Temporal logic provides powerful semantics for building systems with complex
but deterministic behavior, extending classical propositional logic with
operators that express properties over time. Temporal logic relates discrete
control modes to one another and defines all HAHACS requirements. Boundary
conditions between discrete states determine guard conditions $\mathcal{G}$ and
specify their behavior. Continuous mode invariants similarly express as temporal
logic statements. These specifications form the basis of any proofs about a
HAHACS, constituting fundamental truth statements about designed system behavior.

Discrete mode transitions include predicates—Boolean functions over the
continuous state space: $p_i: \mathcal{X} \rightarrow \{\text{true},
\text{false}\}$. These predicates formalize conditions like ``coolant
temperature exceeds 315°C'' or ``pressurizer level is between 30\% and 60\%.''
We do not impose this discrete abstraction artificially. Operating
procedures for nuclear systems already define go/no-go conditions as discrete
predicates. Design basis safety analysis determined these thresholds; decades of operational experience validated them. Our methodology assumes
this domain knowledge exists and provides a framework to formalize it. The approach proves feasible for nuclear applications because generations
of nuclear engineers already completed the hard
work of defining safe operating boundaries. 

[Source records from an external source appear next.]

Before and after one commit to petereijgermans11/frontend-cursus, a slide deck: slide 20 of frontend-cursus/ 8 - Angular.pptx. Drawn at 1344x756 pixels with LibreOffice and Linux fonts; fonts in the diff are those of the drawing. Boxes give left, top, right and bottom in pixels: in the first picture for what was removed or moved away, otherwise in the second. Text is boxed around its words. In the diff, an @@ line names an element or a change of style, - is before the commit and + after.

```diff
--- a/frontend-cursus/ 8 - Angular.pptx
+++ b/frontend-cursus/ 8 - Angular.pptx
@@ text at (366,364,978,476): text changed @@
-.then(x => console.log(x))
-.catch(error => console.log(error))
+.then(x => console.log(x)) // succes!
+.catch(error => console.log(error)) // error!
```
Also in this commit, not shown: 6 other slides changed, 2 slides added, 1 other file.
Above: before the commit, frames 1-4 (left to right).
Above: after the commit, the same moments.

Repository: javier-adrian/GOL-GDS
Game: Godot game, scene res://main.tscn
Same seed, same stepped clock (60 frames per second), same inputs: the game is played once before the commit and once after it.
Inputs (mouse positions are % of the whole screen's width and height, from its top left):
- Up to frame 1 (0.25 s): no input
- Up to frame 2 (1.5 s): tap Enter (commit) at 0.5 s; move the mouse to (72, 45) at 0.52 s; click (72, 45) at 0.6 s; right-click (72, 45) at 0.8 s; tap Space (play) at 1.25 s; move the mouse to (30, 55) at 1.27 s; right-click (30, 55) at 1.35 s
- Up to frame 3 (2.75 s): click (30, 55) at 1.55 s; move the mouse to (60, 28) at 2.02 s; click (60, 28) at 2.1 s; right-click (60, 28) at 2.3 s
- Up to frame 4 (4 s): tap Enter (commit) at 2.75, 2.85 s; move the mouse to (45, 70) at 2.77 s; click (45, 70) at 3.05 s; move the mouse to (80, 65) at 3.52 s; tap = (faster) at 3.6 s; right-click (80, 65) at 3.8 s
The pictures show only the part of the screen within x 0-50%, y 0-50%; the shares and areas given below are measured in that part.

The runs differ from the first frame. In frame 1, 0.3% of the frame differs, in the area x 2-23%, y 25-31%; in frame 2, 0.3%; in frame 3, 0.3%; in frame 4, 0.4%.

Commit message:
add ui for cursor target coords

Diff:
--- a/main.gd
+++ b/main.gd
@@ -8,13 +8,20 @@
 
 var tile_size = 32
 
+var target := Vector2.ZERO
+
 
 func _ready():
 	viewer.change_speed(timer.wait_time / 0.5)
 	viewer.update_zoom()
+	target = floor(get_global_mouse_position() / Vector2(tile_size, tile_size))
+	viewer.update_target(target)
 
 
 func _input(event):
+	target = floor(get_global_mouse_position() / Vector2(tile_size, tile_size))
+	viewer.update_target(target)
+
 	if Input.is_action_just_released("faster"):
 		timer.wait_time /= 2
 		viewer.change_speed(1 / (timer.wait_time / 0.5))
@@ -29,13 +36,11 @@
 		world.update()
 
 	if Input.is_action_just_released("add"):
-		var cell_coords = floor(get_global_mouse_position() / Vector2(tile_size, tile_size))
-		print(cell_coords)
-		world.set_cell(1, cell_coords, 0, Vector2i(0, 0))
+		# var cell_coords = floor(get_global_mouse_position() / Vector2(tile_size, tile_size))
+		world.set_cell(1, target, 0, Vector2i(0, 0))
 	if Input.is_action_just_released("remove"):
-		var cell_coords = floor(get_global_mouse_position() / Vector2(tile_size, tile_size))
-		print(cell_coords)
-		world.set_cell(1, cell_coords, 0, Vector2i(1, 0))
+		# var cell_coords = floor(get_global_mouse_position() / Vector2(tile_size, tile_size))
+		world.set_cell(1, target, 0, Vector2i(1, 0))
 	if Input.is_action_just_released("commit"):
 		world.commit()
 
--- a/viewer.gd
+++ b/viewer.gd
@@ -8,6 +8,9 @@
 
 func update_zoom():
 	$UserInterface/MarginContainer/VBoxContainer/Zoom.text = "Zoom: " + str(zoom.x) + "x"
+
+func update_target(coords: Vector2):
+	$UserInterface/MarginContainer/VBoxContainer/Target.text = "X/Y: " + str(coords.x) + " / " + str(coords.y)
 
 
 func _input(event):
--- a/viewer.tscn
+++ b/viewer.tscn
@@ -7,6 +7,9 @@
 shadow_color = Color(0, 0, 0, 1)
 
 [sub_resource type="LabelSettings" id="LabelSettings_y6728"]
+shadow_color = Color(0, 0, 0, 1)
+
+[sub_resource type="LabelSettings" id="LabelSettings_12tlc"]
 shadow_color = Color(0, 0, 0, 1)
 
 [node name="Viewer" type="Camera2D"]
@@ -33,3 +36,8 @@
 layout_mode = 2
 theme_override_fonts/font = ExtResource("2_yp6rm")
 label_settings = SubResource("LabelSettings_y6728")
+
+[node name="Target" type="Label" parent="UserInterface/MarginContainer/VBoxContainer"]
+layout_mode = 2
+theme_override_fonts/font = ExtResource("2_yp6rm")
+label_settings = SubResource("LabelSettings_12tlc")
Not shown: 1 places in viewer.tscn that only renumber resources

Linear temporal logic (LTL) is particularly well-suited for
specifying reactive systems. LTL formulas are built from atomic propositions
(our discrete predicates) using Boolean connectives and temporal operators.
The key temporal operators are:
\begin{itemize}
  \item $\mathbf{X}\phi$ (next): $\phi$ holds in the next state
  \item $\mathbf{G}\phi$ (globally): $\phi$ holds in all future states
  \item $\mathbf{F}\phi$ (finally): $\phi$ holds in some future state
  \item $\phi \mathbf{U} \psi$ (until): $\phi$ holds until $\psi$ becomes true
\end{itemize}
These operators allow us to express safety properties (``the reactor never
enters an unsafe configuration''), liveness properties (``the system
eventually reaches operating temperature''), and response properties (``if
coolant pressure drops, the system initiates shutdown within bounded time'').


This work uses FRET (Formal Requirements Elicitation Tool)—developed by NASA for high-assurance timed systems—to build these temporal logic statements. FRET provides an intermediate language between temporal logic and natural language, enabling rigid definitions of temporal behavior through syntax accessible to engineers without formal methods expertise. This accessibility proves crucial for industrial feasibility by making these tools adoptable by the current nuclear workforce without requiring extensive formal methods training.

FRET's key feature is its ability to start with logically imprecise
statements and refine them consecutively into well-posed specifications. We
leverage this by directly importing operating procedures and design
requirements into FRET in natural language, then iteratively refining them into
specifications for a HAHACS. This approach provides two distinct benefits: first, it draws a direct link from design documentation to digital system
implementation; second, it clearly demonstrates where natural language documents
fall short. Human operators may still use these procedures, making any
room for interpretation a weakness requiring correction.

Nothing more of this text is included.